Tehlikenin giderek büyüdüğü toplumun temellerinin dinamitlendiği geçim kavgasının etkilerinin her yanımızda yaşıyoruz.Akşam yemeğinde 10 askeri ücretlinin maaşını harcayanların heyecanla seyrederken yattığımız gaflet uykusundan kalkmak için düşman gemilerinin İstanbul kıyılarına gelmesi mi gerekiyor?

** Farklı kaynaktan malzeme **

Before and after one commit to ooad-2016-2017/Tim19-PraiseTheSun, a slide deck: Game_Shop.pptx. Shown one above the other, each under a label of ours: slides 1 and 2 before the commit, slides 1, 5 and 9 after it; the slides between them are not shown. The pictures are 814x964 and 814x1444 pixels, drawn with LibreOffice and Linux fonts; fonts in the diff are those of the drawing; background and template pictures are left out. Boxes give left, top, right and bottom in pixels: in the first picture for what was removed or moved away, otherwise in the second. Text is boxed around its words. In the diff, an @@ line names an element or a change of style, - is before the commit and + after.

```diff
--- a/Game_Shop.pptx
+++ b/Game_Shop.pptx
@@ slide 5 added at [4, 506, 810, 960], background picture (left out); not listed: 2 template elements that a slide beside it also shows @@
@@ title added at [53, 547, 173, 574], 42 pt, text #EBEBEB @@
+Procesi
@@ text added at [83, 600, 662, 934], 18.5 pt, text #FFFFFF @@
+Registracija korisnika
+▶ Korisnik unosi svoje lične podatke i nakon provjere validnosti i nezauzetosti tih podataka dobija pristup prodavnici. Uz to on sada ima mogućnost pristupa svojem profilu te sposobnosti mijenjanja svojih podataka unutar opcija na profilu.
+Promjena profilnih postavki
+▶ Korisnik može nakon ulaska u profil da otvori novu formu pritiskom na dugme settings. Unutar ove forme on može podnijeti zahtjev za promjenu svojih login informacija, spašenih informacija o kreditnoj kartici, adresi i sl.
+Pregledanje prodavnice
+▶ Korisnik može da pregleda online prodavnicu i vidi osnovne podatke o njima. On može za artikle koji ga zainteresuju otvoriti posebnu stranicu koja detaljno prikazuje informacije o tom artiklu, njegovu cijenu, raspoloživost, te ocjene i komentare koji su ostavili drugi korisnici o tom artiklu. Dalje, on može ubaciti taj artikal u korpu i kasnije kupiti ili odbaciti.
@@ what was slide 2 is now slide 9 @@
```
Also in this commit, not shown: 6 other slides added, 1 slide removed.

Bugün aynı zamanda Kıbrıs Barış Harekatı’nın yıldönümü.Bizleri birbirlerine düşman edenlerin EOKA’cılarla el ele Kıbrıs’taki Türk varlığını yok etmeye çalışmalarını önleyen sonuna kadar haklı bir harbin tarihi.Bosna-Hersek, Irak,Afganistan,Yemen ya da Filistin,İran…İslam Dünyası’nın bugün düştüğü acı ve acizlik çukurundan geçen yüzyılın başında bizleri kurtaran Mustafa Kemal ile arkadaşları hakkında nefret cümleleri kuran adamların onur duygusundan bu denli uzaklaşmaları yaşanan yozlaşmanın siyasi arenadaki kişilikleri nasıl etkilediğinin göstergesi.

Yazdıklarımdan husumet ekini hasat edenlere diyecek bir şeyim yok.Eğer Milliyet blog sayfasında bu yazı yayımlanmazsa editörlerin canı sağolsun. Yazmak istediklerim söylemek istediklerimden daha fazlası…Kelimelerin boğazımıza dizilip kaldığı zamanları yaşıyoruz ne yazık ki!